Старички м-ль Бланш все сидят на скамейках, время от времени посасывая свои трубочки, взгляд их погружен в огромность небытия.

Благодаря им у Могра теперь есть трубка. Сиделка спросила у него:

— Вам тоже хочется?

Курить хочется уже три года, за это время ему не раз случалось выкурить сигаретку за дверью, словно прячась от самого себя.

— Не знаю… Возможно…

Чуть позже он тихо проговорил, но не только для того, чтобы быть поближе к ним:

— Мне все-таки хочется…

— Сигарету?

Нет. Не сигарету.

— Как вы думаете, профессор не будет возражать?

— В палатах почти все курят…

— Тогда не могли бы вы купить мне трубку?

— Вечером?

— Нет, прямо сейчас. Наверное, поблизости есть какая-нибудь табачная лавка?

— Напротив главного входа. Только какую вам трубку? Боюсь, в этом квартале…

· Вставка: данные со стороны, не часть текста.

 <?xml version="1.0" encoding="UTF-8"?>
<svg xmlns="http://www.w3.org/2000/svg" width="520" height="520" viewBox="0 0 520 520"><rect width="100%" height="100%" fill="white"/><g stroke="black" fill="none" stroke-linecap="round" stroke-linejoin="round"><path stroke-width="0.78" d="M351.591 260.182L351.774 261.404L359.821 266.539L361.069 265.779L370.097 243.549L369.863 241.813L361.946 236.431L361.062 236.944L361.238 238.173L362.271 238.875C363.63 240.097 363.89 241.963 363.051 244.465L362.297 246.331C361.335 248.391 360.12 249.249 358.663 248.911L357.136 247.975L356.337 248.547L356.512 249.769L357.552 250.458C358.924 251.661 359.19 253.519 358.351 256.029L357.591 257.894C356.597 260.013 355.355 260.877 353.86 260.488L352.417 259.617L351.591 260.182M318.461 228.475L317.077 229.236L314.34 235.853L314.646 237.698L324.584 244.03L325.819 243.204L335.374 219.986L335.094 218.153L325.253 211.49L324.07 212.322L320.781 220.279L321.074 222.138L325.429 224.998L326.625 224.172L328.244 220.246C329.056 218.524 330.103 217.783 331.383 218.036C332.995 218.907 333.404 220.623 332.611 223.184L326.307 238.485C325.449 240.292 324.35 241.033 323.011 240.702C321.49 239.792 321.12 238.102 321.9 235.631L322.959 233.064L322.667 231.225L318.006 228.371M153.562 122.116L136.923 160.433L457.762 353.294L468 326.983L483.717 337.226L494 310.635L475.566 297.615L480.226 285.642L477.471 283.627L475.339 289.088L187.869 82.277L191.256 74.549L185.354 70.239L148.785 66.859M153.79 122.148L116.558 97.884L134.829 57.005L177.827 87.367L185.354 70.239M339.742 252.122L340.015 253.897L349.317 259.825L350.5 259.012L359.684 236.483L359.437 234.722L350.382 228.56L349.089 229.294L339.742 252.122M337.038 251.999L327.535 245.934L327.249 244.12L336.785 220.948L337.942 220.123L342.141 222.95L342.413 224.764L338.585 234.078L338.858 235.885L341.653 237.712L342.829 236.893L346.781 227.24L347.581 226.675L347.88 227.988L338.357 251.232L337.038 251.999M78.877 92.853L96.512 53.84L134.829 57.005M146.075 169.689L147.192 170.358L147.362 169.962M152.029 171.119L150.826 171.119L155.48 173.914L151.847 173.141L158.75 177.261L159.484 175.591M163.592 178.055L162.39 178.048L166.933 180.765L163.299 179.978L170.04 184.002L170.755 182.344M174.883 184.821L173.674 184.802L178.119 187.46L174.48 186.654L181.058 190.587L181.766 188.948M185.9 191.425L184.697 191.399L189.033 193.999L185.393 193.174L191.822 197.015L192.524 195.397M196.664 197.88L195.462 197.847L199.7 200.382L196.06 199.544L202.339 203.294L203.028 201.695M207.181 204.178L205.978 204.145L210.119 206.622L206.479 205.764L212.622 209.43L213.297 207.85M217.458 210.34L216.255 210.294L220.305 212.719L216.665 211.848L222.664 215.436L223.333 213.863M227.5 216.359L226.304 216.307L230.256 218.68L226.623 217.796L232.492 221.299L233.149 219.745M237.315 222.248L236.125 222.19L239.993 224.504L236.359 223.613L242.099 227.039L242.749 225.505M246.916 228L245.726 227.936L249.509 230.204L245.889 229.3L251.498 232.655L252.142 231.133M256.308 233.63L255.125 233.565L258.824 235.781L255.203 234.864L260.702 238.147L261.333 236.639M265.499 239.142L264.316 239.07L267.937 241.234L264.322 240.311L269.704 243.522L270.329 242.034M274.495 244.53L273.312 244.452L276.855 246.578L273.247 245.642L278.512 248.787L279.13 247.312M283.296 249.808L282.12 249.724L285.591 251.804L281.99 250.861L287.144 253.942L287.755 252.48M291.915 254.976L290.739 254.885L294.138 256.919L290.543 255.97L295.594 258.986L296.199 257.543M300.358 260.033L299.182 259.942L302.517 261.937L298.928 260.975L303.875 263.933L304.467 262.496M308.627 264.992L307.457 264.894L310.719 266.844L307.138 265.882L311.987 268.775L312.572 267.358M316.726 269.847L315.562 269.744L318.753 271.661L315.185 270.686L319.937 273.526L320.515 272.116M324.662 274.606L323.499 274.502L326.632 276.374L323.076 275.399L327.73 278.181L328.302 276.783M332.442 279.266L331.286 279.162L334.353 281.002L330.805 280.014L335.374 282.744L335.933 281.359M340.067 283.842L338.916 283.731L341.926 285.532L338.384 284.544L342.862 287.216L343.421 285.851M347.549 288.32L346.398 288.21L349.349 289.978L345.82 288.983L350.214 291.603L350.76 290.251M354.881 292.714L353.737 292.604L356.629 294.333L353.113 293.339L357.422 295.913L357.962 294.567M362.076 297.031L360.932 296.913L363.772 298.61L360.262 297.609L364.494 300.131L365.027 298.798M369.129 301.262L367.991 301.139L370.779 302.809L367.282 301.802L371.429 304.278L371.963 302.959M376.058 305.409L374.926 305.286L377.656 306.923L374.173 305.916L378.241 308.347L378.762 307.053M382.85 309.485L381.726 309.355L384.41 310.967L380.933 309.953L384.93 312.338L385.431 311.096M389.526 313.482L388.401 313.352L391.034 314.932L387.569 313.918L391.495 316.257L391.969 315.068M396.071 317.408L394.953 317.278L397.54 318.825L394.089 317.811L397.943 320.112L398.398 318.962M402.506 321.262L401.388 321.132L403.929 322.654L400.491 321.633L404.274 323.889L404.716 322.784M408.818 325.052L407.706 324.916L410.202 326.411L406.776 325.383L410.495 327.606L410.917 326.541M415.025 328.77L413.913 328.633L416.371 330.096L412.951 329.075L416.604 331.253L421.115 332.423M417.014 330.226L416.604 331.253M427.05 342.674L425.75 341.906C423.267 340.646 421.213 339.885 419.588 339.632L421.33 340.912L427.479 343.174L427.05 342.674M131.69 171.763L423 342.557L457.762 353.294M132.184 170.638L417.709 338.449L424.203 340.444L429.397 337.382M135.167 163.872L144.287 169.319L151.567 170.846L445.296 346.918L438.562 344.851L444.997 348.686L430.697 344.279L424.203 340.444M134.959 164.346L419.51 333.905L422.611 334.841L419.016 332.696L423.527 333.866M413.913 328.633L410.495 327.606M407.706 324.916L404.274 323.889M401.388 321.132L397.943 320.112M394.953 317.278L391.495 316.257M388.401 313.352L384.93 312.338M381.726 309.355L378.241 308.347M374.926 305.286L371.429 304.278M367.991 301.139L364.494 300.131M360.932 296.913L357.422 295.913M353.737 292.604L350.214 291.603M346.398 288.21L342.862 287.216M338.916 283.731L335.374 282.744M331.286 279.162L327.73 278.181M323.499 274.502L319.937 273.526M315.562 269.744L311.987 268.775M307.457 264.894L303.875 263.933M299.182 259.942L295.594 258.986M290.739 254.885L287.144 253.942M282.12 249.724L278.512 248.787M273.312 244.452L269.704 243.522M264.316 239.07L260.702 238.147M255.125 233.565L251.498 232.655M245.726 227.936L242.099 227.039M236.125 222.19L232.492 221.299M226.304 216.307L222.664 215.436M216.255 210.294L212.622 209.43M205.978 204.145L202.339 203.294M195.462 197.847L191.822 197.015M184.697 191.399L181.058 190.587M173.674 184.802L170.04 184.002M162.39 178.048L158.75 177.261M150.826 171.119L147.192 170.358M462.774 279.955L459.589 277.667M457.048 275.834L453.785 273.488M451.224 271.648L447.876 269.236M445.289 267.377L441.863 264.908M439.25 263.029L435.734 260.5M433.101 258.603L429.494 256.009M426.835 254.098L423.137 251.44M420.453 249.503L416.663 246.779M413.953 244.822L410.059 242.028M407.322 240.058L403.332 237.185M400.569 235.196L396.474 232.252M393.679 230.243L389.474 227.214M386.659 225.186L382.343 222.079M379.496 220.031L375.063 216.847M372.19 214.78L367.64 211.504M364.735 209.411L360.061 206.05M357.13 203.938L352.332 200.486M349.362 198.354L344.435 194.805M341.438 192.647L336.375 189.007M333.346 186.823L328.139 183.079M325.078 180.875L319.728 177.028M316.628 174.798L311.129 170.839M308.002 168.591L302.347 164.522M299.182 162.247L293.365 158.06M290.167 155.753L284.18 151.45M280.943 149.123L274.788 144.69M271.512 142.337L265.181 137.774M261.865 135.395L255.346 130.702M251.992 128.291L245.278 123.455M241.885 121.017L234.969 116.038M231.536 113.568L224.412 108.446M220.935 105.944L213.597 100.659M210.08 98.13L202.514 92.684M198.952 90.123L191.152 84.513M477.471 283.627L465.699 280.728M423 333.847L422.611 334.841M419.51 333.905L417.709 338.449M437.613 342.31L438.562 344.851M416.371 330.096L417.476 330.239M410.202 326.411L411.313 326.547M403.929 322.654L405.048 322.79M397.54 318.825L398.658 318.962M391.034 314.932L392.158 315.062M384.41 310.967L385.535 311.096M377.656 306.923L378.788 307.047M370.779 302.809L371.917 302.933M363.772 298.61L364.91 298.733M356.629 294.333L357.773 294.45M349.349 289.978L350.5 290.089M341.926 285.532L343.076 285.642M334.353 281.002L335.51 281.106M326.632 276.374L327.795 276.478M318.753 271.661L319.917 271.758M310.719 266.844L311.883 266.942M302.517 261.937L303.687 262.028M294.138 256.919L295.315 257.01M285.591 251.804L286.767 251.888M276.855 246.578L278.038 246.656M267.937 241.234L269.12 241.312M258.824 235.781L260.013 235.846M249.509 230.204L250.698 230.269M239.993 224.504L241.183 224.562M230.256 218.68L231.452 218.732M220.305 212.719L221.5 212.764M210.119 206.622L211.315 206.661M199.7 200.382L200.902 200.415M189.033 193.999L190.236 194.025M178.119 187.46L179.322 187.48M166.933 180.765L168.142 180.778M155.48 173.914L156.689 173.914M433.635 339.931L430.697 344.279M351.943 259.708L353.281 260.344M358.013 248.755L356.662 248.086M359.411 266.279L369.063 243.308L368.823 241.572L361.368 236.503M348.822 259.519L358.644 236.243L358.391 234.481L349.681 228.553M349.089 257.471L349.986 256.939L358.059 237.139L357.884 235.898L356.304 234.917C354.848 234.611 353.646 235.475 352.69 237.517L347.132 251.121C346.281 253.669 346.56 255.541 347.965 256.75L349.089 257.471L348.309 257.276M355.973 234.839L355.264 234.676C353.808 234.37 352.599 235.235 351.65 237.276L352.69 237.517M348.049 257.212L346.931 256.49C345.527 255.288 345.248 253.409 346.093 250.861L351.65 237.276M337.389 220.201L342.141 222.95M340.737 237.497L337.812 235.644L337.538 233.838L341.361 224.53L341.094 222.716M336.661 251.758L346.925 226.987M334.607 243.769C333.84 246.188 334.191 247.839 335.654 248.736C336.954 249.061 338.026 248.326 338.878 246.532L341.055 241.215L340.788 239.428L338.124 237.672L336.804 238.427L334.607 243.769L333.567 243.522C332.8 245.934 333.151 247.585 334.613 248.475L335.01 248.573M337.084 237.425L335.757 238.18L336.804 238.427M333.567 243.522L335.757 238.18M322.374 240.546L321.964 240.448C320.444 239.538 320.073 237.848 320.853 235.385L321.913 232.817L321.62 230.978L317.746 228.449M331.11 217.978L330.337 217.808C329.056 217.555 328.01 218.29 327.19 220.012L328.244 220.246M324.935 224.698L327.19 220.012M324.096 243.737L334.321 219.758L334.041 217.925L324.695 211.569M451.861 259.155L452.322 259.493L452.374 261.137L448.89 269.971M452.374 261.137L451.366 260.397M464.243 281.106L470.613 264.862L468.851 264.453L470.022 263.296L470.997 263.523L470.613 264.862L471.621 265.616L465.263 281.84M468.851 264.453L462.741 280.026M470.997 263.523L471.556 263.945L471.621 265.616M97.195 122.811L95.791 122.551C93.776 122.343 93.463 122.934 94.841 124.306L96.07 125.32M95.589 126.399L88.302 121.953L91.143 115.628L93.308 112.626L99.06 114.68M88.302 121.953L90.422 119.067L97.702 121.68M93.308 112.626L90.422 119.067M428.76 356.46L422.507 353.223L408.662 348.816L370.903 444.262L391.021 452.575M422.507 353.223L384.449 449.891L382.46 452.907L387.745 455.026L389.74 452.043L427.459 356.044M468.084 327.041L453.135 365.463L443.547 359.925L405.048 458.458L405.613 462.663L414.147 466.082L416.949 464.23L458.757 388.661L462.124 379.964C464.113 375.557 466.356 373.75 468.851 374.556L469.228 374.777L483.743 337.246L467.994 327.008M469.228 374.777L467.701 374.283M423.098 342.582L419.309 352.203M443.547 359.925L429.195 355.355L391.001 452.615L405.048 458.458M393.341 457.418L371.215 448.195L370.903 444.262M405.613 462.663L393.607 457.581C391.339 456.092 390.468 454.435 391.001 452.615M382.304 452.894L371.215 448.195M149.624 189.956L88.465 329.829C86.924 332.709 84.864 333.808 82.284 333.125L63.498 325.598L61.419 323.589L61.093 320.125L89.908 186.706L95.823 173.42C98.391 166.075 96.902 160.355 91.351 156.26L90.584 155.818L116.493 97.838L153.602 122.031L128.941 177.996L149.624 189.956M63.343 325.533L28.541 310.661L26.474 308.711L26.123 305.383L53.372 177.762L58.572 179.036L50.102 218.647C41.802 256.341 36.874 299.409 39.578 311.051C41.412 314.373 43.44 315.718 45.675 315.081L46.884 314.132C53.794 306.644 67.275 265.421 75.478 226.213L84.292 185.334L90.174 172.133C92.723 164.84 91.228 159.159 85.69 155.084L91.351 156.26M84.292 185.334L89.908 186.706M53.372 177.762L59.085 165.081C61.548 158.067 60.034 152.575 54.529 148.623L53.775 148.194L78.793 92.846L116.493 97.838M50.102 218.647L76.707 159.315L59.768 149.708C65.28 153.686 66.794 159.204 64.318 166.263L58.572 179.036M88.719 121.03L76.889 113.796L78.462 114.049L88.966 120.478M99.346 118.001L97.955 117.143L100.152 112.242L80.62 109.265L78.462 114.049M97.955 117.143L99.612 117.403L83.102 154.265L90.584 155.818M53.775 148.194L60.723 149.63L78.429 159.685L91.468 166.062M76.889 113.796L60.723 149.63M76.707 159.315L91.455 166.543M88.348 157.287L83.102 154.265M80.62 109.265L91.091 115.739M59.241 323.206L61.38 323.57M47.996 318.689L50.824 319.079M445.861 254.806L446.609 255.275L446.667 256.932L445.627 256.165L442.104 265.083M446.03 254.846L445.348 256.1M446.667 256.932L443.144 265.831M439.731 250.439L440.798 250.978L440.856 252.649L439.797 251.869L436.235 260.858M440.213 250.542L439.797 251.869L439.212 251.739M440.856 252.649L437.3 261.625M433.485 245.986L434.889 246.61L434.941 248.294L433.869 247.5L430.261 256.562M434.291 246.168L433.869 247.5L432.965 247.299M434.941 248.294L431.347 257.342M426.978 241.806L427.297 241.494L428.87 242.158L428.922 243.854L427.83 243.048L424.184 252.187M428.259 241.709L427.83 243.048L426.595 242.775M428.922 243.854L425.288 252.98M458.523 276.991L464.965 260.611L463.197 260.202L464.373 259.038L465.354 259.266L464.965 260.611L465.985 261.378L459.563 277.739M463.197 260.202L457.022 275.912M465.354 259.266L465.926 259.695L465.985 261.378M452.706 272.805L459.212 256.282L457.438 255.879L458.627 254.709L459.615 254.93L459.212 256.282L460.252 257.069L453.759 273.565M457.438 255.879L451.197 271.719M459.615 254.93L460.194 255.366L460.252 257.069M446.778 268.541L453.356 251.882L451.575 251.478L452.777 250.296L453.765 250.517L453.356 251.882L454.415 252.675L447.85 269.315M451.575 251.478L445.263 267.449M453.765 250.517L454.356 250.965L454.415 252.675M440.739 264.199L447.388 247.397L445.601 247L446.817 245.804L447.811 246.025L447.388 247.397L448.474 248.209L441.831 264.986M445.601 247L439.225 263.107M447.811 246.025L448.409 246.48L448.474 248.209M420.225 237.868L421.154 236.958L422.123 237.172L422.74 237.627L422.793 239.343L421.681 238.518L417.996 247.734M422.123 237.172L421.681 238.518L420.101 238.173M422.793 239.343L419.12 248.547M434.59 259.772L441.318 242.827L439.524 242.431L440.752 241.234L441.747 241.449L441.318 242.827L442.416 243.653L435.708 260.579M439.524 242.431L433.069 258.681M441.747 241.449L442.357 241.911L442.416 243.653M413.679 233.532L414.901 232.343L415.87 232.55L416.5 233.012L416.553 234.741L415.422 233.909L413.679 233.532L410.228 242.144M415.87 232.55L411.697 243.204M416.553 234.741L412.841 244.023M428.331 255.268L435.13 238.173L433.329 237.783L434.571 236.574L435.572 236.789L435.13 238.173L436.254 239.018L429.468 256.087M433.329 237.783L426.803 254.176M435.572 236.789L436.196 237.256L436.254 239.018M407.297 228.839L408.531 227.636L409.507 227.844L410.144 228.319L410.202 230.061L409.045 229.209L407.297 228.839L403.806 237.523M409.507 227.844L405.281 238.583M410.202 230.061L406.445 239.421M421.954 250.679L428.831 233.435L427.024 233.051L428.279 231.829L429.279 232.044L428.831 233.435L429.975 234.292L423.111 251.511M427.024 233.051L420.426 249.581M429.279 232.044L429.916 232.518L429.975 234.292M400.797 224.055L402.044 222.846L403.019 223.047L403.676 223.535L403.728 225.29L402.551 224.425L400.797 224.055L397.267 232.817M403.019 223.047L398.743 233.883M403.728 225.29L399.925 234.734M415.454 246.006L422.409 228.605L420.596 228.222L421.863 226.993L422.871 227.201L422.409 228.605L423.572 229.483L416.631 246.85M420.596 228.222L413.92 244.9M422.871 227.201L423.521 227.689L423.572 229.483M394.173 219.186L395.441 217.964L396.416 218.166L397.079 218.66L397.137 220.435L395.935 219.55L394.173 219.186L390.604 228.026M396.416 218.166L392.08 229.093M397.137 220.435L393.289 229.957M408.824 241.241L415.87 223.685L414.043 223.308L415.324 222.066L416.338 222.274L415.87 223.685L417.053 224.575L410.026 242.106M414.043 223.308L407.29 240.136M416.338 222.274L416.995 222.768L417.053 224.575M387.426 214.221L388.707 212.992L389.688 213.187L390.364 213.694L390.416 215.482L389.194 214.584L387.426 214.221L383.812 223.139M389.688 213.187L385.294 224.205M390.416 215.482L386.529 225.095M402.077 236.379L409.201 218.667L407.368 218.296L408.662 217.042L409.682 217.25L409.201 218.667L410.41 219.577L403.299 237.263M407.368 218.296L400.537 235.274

— Да любую. И табак — самый обычный, серый.

Как в Фекане. Позже он стал курить всякие английские смеси, но сейчас хочется вспомнить вкус серого табака.

Она ушла, накинув пальто прямо на халат. Он видел из окна, как м-ль Бланш прошла по двору на улицу, потом вернулась и помахала снизу ему рукой.

Трубка короткая, с металлическим кольцом и роговым мундштуком.

— Ничего лучше не нашлось…

Стариковская трубка, как у тех, что сидят во дворе.

— Хотите попробовать?

У Могра действует только одна рука, поэтому набивать трубку приходится м-ль Бланш. Его забавляет ее неловкость.

— А теперь нужно умять? Вот так, да?

Могра выпускает несколько клубов дыма и чувствует разочарование. Этого следовало ожидать. Он не подумал о том, что челюсти повинуются еще плохо.

Едва он перестает придерживать трубку рукой, как она вываливается изо рта, и медсестре приходится стряхивать с халата просыпавшийся табак.

— Несколько дней вам нужно будет держать ее в руке. Хотите еще затянуться?

Его желание покурить кажется ей добрым знаком. Оказывается, она все же не в силах следить за ходом его мыслей. Крепкий дым вызывает кашель. Он упрямо дымит еще минуту-другую, но потом сдается.

— Для первого раза достаточно.

— Ну как, вспомнили вкус?

Как бы там ни было, но в комнате теперь появился новый запах.

Ему дали бульона, протертой брюквы и смородинного варенья. Смородинного варенья он не ел лет тридцать и теперь удивляется почему.

Могра подремывает, не чувствуя ни печали, ни радости, ни надежд, ни отчаяния. Это самый непонятный из всех проведенных в больнице дней, и когда из палаты забирают раскладушку, он ощущает какую-то пустоту.

Лина так и не позвонила. Явно нашла себе для общества приятельницу или приятеля, а может, и нескольких сразу. Она любит валяться в постели, окруженная гостями. На завтрак, скорее всего, ограничилась чашечкой кофе и чем-нибудь из фруктов. Примерно раз в месяц она начинает подумывать о самоубийстве.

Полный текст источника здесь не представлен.